(Stored items from a collection)
%%

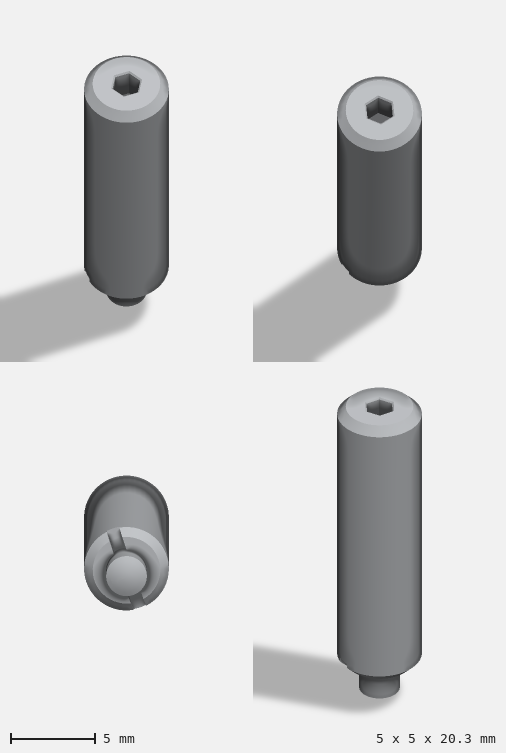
import cadquery as cq
import math

total_length = 20.3
body_diameter = 5.0
body_chamfer = 0.5
pin_diameter = 2.4
pin_length = 2.3
dome_height = 0.37
slot_width = 0.8
slot_depth = 0.8
hex_across_flats = 1.5
hex_depth = 2.0
hex_chamfer = 0.091

body_radius = body_diameter / 2
pin_radius = pin_diameter / 2
slot_top = pin_length + slot_depth


def make_body():
    """Upright cylinder chamfered at both ends."""
    return (
        cq.Workplane("XY", origin=(0, 0, pin_length))
        .circle(body_radius)
        .extrude(total_length - pin_length)
        .faces("<Z or >Z")
        .chamfer(body_chamfer)
    )


def make_slot():
    """Driver slot across the lower end face, running along Y."""
    return (
        cq.Workplane("XY", origin=(0, 0, pin_length))
        .rect(slot_width, body_diameter)
        .extrude(slot_depth)
    )


def make_pin():
    """Pin with a spherical tip, reaching up to the slot floor."""
    dome_radius = (pin_radius**2 + dome_height**2) / (2 * dome_height)
    half_angle = math.asin(pin_radius / dome_radius) / 2
    dome_mid = (
        dome_radius * math.sin(half_angle),
        dome_radius * (1 - math.cos(half_angle)),
    )
    return (
        cq.Workplane("XZ")
        .moveTo(0, 0)
        .threePointArc(dome_mid, (pin_radius, dome_height))
        .lineTo(pin_radius, slot_top)
        .lineTo(0, slot_top)
        .close()
        .revolve(360, (0, 0), (0, 1))
    )


def hexagon(across_flats, height):
    """Hexagonal sketch with two corners on the Y axis."""
    corner_diameter = across_flats / math.cos(math.pi / 6)
    return (
        cq.Workplane("XY", origin=(0, 0, height))
        .transformed(rotate=(0, 0, 90))
        .polygon(6, corner_diameter)
    )


def make_socket():
    """Hex socket in the top face with a 45 degree bevelled mouth."""
    straight = hexagon(hex_across_flats, total_length).extrude(-hex_depth)
    mouth = hexagon(hex_across_flats + 2 * hex_chamfer, total_length).extrude(-hex_chamfer, taper=45)
    return straight.union(mouth)


result = make_body().cut(make_slot()).union(make_pin()).cut(make_socket())

%%

- Exercise prompt: Give the data above again, exactly and completely. No pictures go in.

- Written response:
import cadquery as cq
import math

total_length = 20.3
body_diameter = 5.0
body_chamfer = 0.5
pin_diameter = 2.4
pin_length = 2.3
dome_height = 0.37
slot_width = 0.8
slot_depth = 0.8
hex_across_flats = 1.5
hex_depth = 2.0
hex_chamfer = 0.091

body_radius = body_diameter / 2
pin_radius = pin_diameter / 2
slot_top = pin_length + slot_depth


def make_body():
    """Upright cylinder chamfered at both ends."""
    return (
        cq.Workplane("XY", origin=(0, 0, pin_length))
        .circle(body_radius)
        .extrude(total_length - pin_length)
        .faces("<Z or >Z")
        .chamfer(body_chamfer)
    )


def make_slot():
    """Driver slot across the lower end face, running along Y."""
    return (
        cq.Workplane("XY", origin=(0, 0, pin_length))
        .rect(slot_width, body_diameter)
        .extrude(slot_depth)
    )


def make_pin():
    """Pin with a spherical tip, reaching up to the slot floor."""
    dome_radius = (pin_radius**2 + dome_height**2) / (2 * dome_height)
    half_angle = math.asin(pin_radius / dome_radius) / 2
    dome_mid = (
        dome_radius * math.sin(half_angle),
        dome_radius * (1 - math.cos(half_angle)),
    )
    return (
        cq.Workplane("XZ")
        .moveTo(0, 0)
        .threePointArc(dome_mid, (pin_radius, dome_height))
        .lineTo(pin_radius, slot_top)
        .lineTo(0, slot_top)
        .close()
        .revolve(360, (0, 0), (0, 1))
    )


def hexagon(across_flats, height):
    """Hexagonal sketch with two corners on the Y axis."""
    corner_diameter = across_flats / math.cos(math.pi / 6)
    return (
        cq.Workplane("XY", origin=(0, 0, height))
        .transformed(rotate=(0, 0, 90))
        .polygon(6, corner_diameter)
    )


def make_socket():
    """Hex socket in the top face with a 45 degree bevelled mouth."""
    straight = hexagon(hex_across_flats, total_length).extrude(-hex_depth)
    mouth = hexagon(hex_across_flats + 2 * hex_chamfer, total_length).extrude(-hex_chamfer, taper=45)
    return straight.union(mouth)


result = make_body().cut(make_slot()).union(make_pin()).cut(make_socket())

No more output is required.